Then I thought about, what if I had a little girl, how could I stop her from getting pregnant young? There is really no way that you can stop someone from doing what they want to do. I'm the youngest of 4, so my mom always told me, if I did get pregnant then I'm on my own, because she raised 4 kids and doesn't want to do it again, I will have to get a job, pay for everything myself, plus I know that they would be really disappointed in me, which would be the most devasting thing. I'm pretty close to both of my parents.

Huh, so weird, I was thinking if I was in that position then I would just say the same thing, but when my mom said it, she really meant it, and I knew it. Some of the people I know growing up that had kids, was like yeah, my mom said that too, but now she's going to help. I was like no, my mom wouldn't change her mind at all.

I believe everything happens for a reason though, even if it's not true, it's just better to think that way, I think, and when a bunch of negative things happen to you, and life totally sucks, that's just because something really great is about to happen to you.
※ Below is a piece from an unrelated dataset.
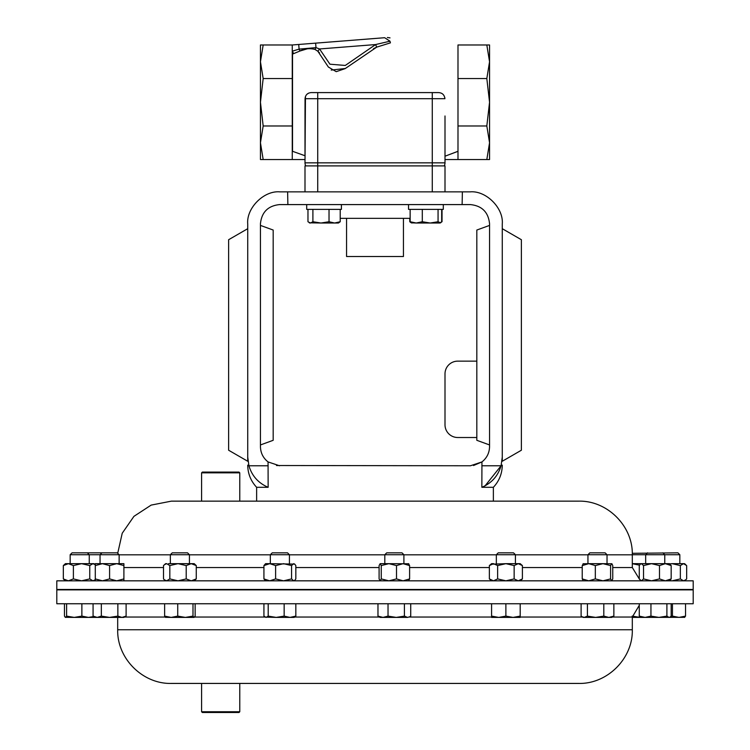 <?xml version="1.0" encoding="UTF-8"?>
<svg xmlns="http://www.w3.org/2000/svg" width="750" height="750" viewBox="0 0 750 750"><rect width="100%" height="100%" fill="white"/><g stroke="black" fill="none" stroke-linecap="round" stroke-linejoin="round"><path stroke-width="1.12" d="M201.591 472.847L202.359 472.078L239.016 472.078L239.775 472.847L201.591 472.847L201.591 501.15L182.166 501.15M239.775 472.847L239.775 501.15L238.763 501.15M403.434 218.334L403.434 256.519L346.566 256.519L346.566 218.334M410.147 218.334L340.209 218.334M239.775 501.15L375 501.15M276.488 465.516L470.456 465.769L481.941 461.925L473.531 465.516M279.544 465.769L268.059 461.925C263.147 458.025 260.606 452.944 260.447 446.672L260.447 223.688C261.666 212.166 268.031 205.809 279.544 204.591L470.456 204.591C481.969 205.809 488.334 212.166 489.553 223.688L489.553 446.672C489.394 452.944 486.853 458.025 481.941 461.925L481.856 487.303C491.606 483.141 498.019 475.969 501.084 465.769L481.856 465.769M256.631 501.15L256.631 487.303L268.144 487.303L268.059 461.925M481.856 487.303L493.369 487.303L493.369 501.15L578.644 501.15L171.356 501.15L151.163 505.097L133.941 516.347L122.222 533.241L117.713 553.312M693.197 580.828L56.803 580.828L56.803 589.453L693.197 589.453L693.197 580.828M443.297 204.591L443.297 209.381L408.525 209.381L408.525 204.591M247.725 457.031C247.725 466.828 247.725 466.828 247.725 457.031L248.916 465.769L247.725 457.031L247.725 223.941C246.291 208.069 263.925 190.425 279.797 191.859L470.203 191.859C486.075 190.425 503.709 208.069 502.275 223.941L502.275 457.031L501.084 465.769L485.109 485.794M489.553 444.947L476.822 440.306L476.822 230.044L489.553 225.412M476.822 361.144L457.734 361.144A12.731 12.731 0 0 0 445.003 373.875L445.003 424.781A12.731 12.731 0 0 0 457.734 437.512L476.822 437.512M287.625 191.859L287.878 204.591M268.144 487.303C258.356 483.103 251.953 475.931 248.916 465.769L268.144 465.769M247.725 228.694L247.725 461.259L228.628 450.234L228.628 239.719L247.725 228.694M502.275 228.694L502.275 461.259L521.372 450.234L521.372 239.719L502.275 228.694M485.034 485.831L482.203 487.162M462.122 204.591L462.375 191.859M501.084 465.769L502.275 457.031M260.447 444.947L273.178 440.306L273.178 230.044L260.447 225.412M445.003 191.859L445.003 165.9L304.997 165.9L304.997 191.859M260.447 61.762L263.175 44.981L260.447 44.981L260.447 102.263L263.175 78.534L260.447 61.762M260.447 142.762L263.175 125.981L260.447 102.263L260.447 159.534L263.175 159.534L260.447 142.762M486.825 159.534L489.553 159.534L489.553 142.762L486.825 125.981L489.553 102.263L489.553 142.762L486.825 159.534L445.003 159.534L445.003 162.844A6.112 6.112 0 0 1 444.188 165.9A6.112 6.112 0 0 0 445.003 162.844L445.003 116.306M489.553 102.263L489.553 61.762L486.825 44.981L489.553 44.981L489.553 61.762L486.825 78.534L489.553 102.263M390.413 42.862L376.716 47.128L345.169 68.606L336.216 71.662L328.369 67.031L317.822 51.216L314.972 49.434C309.797 48.075 304.8 48.591 299.972 51.009L292.528 54.094L292.528 51.113L299.091 49.125L315.984 47.625L319.556 48.966L329.934 64.2L345.291 65.447L375.591 44.559L376.716 47.128L390.413 42.862C389.897 36.225 389.897 36.225 390.413 42.862C389.897 36.225 389.897 36.225 390.413 42.862L389.981 41.194L375.591 44.559L319.556 48.966L317.822 51.216L319.5 52.837M305.456 96.478L304.997 162.844L304.997 159.534L292.266 159.534L292.266 44.981L384.656 37.716C387.891 37.462 387.891 37.462 384.656 37.716L315.628 43.144L315.984 47.625L314.972 49.434L317.822 51.216M292.266 51.113L293.644 53.625M298.725 44.475L299.091 49.125L299.972 51.009L307.172 48.853M331.228 70.078L345.338 68.503M373.481 48.675L376.716 47.128M384.656 37.716L389.981 41.194M292.528 51.113L292.266 76.65M438.319 92.588C442.209 92.737 444.413 94.772 444.909 98.7L305.044 98.7C305.409 94.978 307.453 92.944 311.194 92.588L438.319 92.588L432.272 92.588L438.319 92.588L432.272 92.588L432.272 162.844L445.003 162.844M444.909 98.541L444.816 97.622M441.759 93.412L440.85 93M308.775 93.075L306.994 94.219M304.997 114.413L305.044 98.7M304.997 114.084L304.997 155.747L292.528 151.294L292.528 54.094M456.994 151.697L445.003 156.206L445.003 115.978M292.528 76.631L292.528 151.294M311.194 92.588L317.728 92.588L311.194 92.588M445.003 156.206L457.987 151.294M486.825 125.981L457.987 125.981L457.987 78.534L457.987 159.534M486.825 44.981L457.987 44.981L457.987 78.534L486.825 78.534M317.728 92.588L317.728 162.844L304.997 162.844A6.112 6.112 0 0 0 305.812 165.9M292.266 159.534L263.175 159.534M292.266 125.981L263.175 125.981M292.266 44.981L263.175 44.981M292.266 78.534L263.175 78.534M440.897 222.628L441.506 221.962M411.112 222.731L409.791 221.747L409.791 218.334M442.031 209.381L442.031 221.747M338.747 222.816L338.053 223.022M439.875 223.022L440.569 222.816L438.066 221.747L430.181 223.022L439.875 223.022L441.675 221.747L441.675 209.381M410.147 209.381L410.147 221.747L416.222 223.022L430.181 223.022L422.297 221.747L416.222 223.022L411.253 222.816M410.147 221.747L411.947 223.022M438.066 209.381L438.066 221.747M422.297 209.381L422.297 221.747M334.613 223.022L338.391 223.022L340.209 221.747L334.613 223.022L329.025 221.747L320.963 223.022L334.613 223.022M309.431 222.816L320.963 223.022L312.9 221.747L310.434 223.022L307.969 221.747L307.969 209.381M329.025 209.381L329.025 221.747M312.9 209.381L312.9 221.747M340.209 209.381L340.209 221.747M341.419 204.591L341.419 209.381L306.703 209.381L306.703 204.591L306.703 209.381M239.775 711.741L239.016 712.5L202.359 712.5L201.591 711.741L239.775 711.741L239.775 683.428L578.644 683.428L171.356 683.428C142.688 684.169 116.953 658.444 117.694 629.766L632.306 629.766C633.047 658.444 607.312 684.169 578.644 683.428M201.591 711.741L201.591 683.428L239.775 683.428M693.197 589.884L56.803 589.884L56.803 603.75L693.197 603.75L693.197 589.884M101.944 552.844L100.05 554.738L119.138 554.738L117.244 552.844L72.066 552.844L70.163 554.738L70.163 563.672M632.288 553.312L677.934 552.844L679.837 554.738L632.306 554.738M270.338 554.738L272.231 552.844L287.531 552.844L289.425 554.738L270.338 554.738L270.338 563.672M170.344 554.738L172.238 552.844L187.537 552.844L189.431 554.738L170.344 554.738L170.344 563.672M587.944 554.738L589.837 552.844L605.138 552.844L607.031 554.738L587.944 554.738L587.944 563.672M595.331 578.916L602.962 580.828L610.594 578.916L610.594 565.575L602.962 563.672L588.778 563.672L595.331 565.575L595.331 578.916L588.778 580.828L582.225 578.916L583.303 580.828M100.05 563.672L100.05 554.738L70.163 554.738M384.806 554.738L386.709 552.844L402 552.844L403.903 554.738L384.806 554.738L384.806 563.672M380.175 563.672L381.253 565.575L388.875 563.672L380.175 563.672L379.097 565.575L379.097 578.916L380.175 580.828L381.253 578.916L388.875 580.828L396.506 578.916L396.506 565.575L388.875 563.672L408.788 563.775M496.341 554.738L498.234 552.844L513.534 552.844L515.428 554.738L496.341 554.738L496.341 563.672M515.428 554.738L515.428 563.672M121.988 617.4L123.9 617.4L126.113 616.116L121.988 617.4L117.853 616.116L109.594 617.4L121.988 617.4M101.334 603.75L101.334 616.116L109.594 617.4L97.209 617.4L93.075 616.116L93.075 603.75M93.778 616.528L88.425 617.4L81.872 616.116L74.241 617.4L97.209 617.4L101.334 616.116M126.113 603.75L126.113 616.116M117.853 603.75L117.853 616.116M491.578 617.4L513.038 617.4L505.884 616.116L498.731 617.4L491.578 616.116L491.578 617.4M520.191 617.4L513.038 617.4L520.191 616.116L520.191 617.4M491.578 603.75L491.578 616.116M520.191 603.75L520.191 616.116M505.884 603.75L505.884 616.116M632.306 617.4L640.406 617.4L632.147 616.116M380.044 617.4L396.225 617.4L388.031 616.116L383.006 617.4L377.972 616.116L380.044 617.4M407.569 617.4L409.838 616.716L407.569 617.4L396.225 617.4L404.409 616.116L407.569 617.4M410.728 603.75L410.728 616.116L409.838 616.716M377.972 603.75L377.972 616.116M404.409 603.75L404.409 616.116M388.031 603.75L388.031 616.116M671.175 603.75L671.175 616.116L670.031 617.109L669.038 617.4L666.9 616.116L658.922 617.4L650.944 616.116L645.103 617.4L639.263 616.116L640.913 617.4L684.722 617.325M684.469 617.4L685.547 616.116L678.994 617.4L672.441 616.116L670.678 616.622M672.441 603.75L672.441 616.116M685.547 603.75L685.547 616.116M66.609 603.75L66.609 616.116L74.241 617.4L65.278 617.325L64.453 616.116L64.453 603.75M66.609 616.116L65.531 617.4M94.022 617.4L94.519 616.95M81.872 603.75L81.872 616.116M582 616.716L583.181 617.4L608.831 617.4L603.806 616.116L595.622 617.4L587.428 616.116L584.269 617.4L582 616.716L581.109 616.116L581.109 603.75M611.794 617.4L608.831 617.4L613.866 616.116L611.794 617.4M587.428 603.75L587.428 616.116M613.866 603.75L613.866 616.116M603.806 603.75L603.806 616.116M194.072 617.4L192.994 616.116L185.363 617.4L194.072 617.4L195.15 616.116L195.15 603.75M177.731 603.75L177.731 616.116L185.363 617.4L171.178 617.4L164.625 616.116L165.703 617.4M165.459 617.325L171.178 617.4L177.731 616.116M192.994 603.75L192.994 616.116M164.625 603.75L164.625 616.116M265.069 617.109L276.178 617.4L268.2 616.116L266.062 617.4L263.925 616.116L263.925 603.75M289.997 617.4L294.188 617.4L295.837 616.116L289.997 617.4L276.178 617.4L284.156 616.116L289.997 617.4M295.837 603.75L295.837 616.116M284.156 603.75L284.156 616.116M268.2 603.75L268.2 616.116M650.944 603.75L650.944 616.116M639.263 603.75L639.263 616.116M666.9 603.75L666.9 616.116M84.666 617.4L88.425 617.4M95.287 580.828L95.287 563.672L123.9 563.672L123.9 580.828M95.287 578.916L102.441 580.828L109.594 578.916L116.747 580.828L123.9 578.916M95.287 565.575L102.441 563.672L109.594 565.575L109.594 578.916M109.594 565.575L116.747 563.672L123.9 565.575M489.366 565.575L493.491 563.672L491.578 563.672L489.366 565.575L489.366 578.916L493.491 580.828L497.625 578.916L505.884 580.828L514.144 578.916L514.144 565.575L505.884 563.672L491.381 564.197M493.491 563.672L497.625 565.575L505.884 563.672L520.191 563.672L522.403 565.575L522.403 578.916L518.269 580.828L514.144 578.916M493.491 580.828L491.381 580.303M497.625 565.575L497.625 578.916M514.144 565.575L518.269 563.672L522.403 565.575M632.306 563.672L651.516 563.672L659.494 565.575L659.494 578.916L651.516 580.828L643.538 578.916L641.4 580.828L639.263 578.916L639.263 565.575L640.406 564.103L641.4 563.672L643.538 565.575L643.538 578.916M632.306 563.709L639.525 565.163M381.253 565.575L381.253 578.916M396.506 578.916L403.059 580.828L409.613 578.916L408.534 580.828M396.506 565.575L403.059 563.672L409.613 565.575L409.613 578.916M409.613 565.575L408.534 563.672M684.591 580.828L686.663 578.916L686.663 565.575L683.503 563.672L672.159 563.672L680.344 565.575L680.344 578.916L672.159 580.828L669.731 580.65M681.638 563.672L684.591 563.672L685.772 564.684M669.731 563.85L672.159 563.672M685.772 579.806L683.503 580.828L680.344 578.916M683.503 563.672L680.344 565.575M65.409 580.828L63.338 578.916L63.338 565.575L65.409 563.672L94.022 563.672L95.287 564.769M63.338 565.575L68.362 563.672L73.388 565.575L81.581 563.672L89.766 565.575L92.925 563.672L91.059 563.672M63.338 578.916L68.362 580.828L73.388 578.916L81.581 580.828L89.766 578.916L92.925 580.828L95.287 579.731M73.388 565.575L73.388 578.916M89.766 565.575L89.766 578.916M92.925 563.672L95.194 564.684M595.331 565.575L602.962 563.672L611.916 563.775L612.75 565.575L612.75 578.916L611.794 580.828M583.059 563.775L588.778 563.672L582.225 565.575L582.225 578.916M583.303 563.672L582.225 565.575M610.594 578.916L611.672 580.828M610.594 565.575L611.672 563.672M169.828 578.916L169.828 565.575L166.669 563.672L165.581 563.672L163.509 565.575L163.509 578.916L164.4 579.806L166.669 580.828L169.828 578.916L178.022 580.828L186.206 578.916L191.231 580.828L196.266 578.916L194.194 580.828M169.828 565.575L178.022 563.672L168.534 563.672M186.206 578.916L186.206 565.575L178.022 563.672L194.194 563.672L196.266 565.575L196.266 578.916M166.669 563.672L164.4 564.684M186.206 565.575L191.231 563.672L196.266 565.575M263.925 578.916L269.766 580.828L275.606 578.916L275.606 565.575L269.766 563.672L265.575 563.672L263.925 565.575L263.925 578.916L265.575 580.828M263.925 565.575L269.766 563.672L294.694 564.103L295.837 565.575L295.837 578.916L294.694 580.388L293.7 580.828L291.562 578.916L283.584 580.828L275.606 578.916M275.606 565.575L283.584 563.672L291.562 565.575L291.562 578.916M291.562 565.575L293.7 563.672L294.694 564.103M659.494 578.916L665.334 580.828L671.175 578.916L671.175 565.575L665.334 563.672L651.516 563.672L643.538 565.575M659.494 565.575L665.334 563.672L669.525 563.672L671.175 565.575M671.175 578.916L669.525 580.828M94.434 580.472L95.287 580.266M94.434 564.028L95.287 564.225M607.031 554.812L632.306 554.812L632.306 567.534L612.75 567.534M582.225 567.534L522.403 567.534M489.366 567.534L409.613 567.534M379.097 567.534L295.837 567.534M263.925 567.534L196.266 567.534M163.509 567.534L123.9 567.534M587.944 554.812L515.428 554.812M496.341 554.812L403.903 554.812M384.806 554.812L289.425 554.812M270.338 554.812L189.431 554.812M170.344 554.812L119.138 554.812M317.728 191.859L317.728 162.844L432.272 162.844L432.272 191.859M520.191 617.044L582.562 617.044M612.413 617.044L632.306 617.044L639.263 605.363M124.519 617.044L165.15 617.044M194.625 617.044L264.966 617.044M294.797 617.044L379.434 617.044M409.275 617.044L491.578 617.044M632.306 554.812C633.047 526.134 607.322 500.409 578.644 501.15M643.978 589.884L645.675 589.725M664.763 589.697L693.197 589.453M100.05 589.828L89.259 589.884M70.163 589.884L56.803 589.453M632.306 567.534L639.553 579.375M493.369 487.303C499.191 481.05 502.162 473.663 502.275 465.122M256.631 487.303C250.809 481.05 247.838 473.663 247.725 465.122M390.019 37.884L387.366 37.5M309.778 223.022L309.103 222.628M662.869 552.844L664.763 554.738L664.763 563.672M607.031 554.738L607.031 563.672M679.837 554.738L679.837 563.672M117.694 629.766L117.694 617.4M632.306 629.766L632.306 617.044M95.287 617.4L93.075 616.116M669.525 617.4L670.031 617.109M119.138 554.738L119.138 563.672M520.191 580.828L522.403 578.916M491.578 580.828L489.366 578.916M403.903 554.738L403.903 563.672M94.022 580.828L95.194 579.806M87.366 552.844L89.259 554.738L89.259 563.672M165.581 580.828L164.4 579.806M189.431 554.738L189.431 563.672M294.188 580.828L294.694 580.388M289.425 554.738L289.425 563.672M640.913 563.672L640.406 564.103M640.913 580.828L640.406 580.388M647.569 552.844L645.675 554.738L645.675 563.672"/></g></svg>

It always works for me. The power of positive thinking.

This is the movie where I rememerd Thora Birch, I always wanted to be like these girls when I was little: Thora Birch & Christina Ricci.

http://www.imdb.com/title/tt0102631/

http://www.imdb.com/title/tt0101272/

http://www.imdb.com/title/tt0114011/

I love this movie too, and just found out that the 2 girls from Now and Then are in it together, lol

http://www.imdb.com/title/tt0137338/

The Final is Up for Sale on DVD



At this link here: http://www.amazon.com/Final-Marc-Donato/dp/B00344EAIM/

Monday, February 8, 2010

Let's Talk Coffee







So if you know me, you know I love coffee, but you don't really know why or how much. The thing is, it's not just about the coffee, it's about the coffee shop, the idea of coffee, and the culture, I guess.

Before I decided to kinda pursue my acting full-time, well, I can't even say that, ok how do I say this, when I got out of school, I never wanted a 9-5 job, I wanted to open up my own business, and there is this place in Houston, I go to a lot it's called Agora, I put a picture up, so I just love being there and so I thought if I could just have a place of my own, and I could hang out there all the time why not.

So, I did a bunch of research, learned everything there is to know about coffee, and the business, and decided that before I settle down I want to be free and travel and enjoy my younger years first. Because once you open up a business it's not like you can take off to Europe for a month, you have to stay there for a while, make sure everything is going ok, then you can take off.

So I read this book called "The joy of Coffee," and I learned that starbucks makes the worst coffee ever, they make a Carmel macchiato like a latte, their beans are 2 years old, and the cheapest ones you can buy, because no one goes there and orders real coffee, just sweet drinks, but enough about that....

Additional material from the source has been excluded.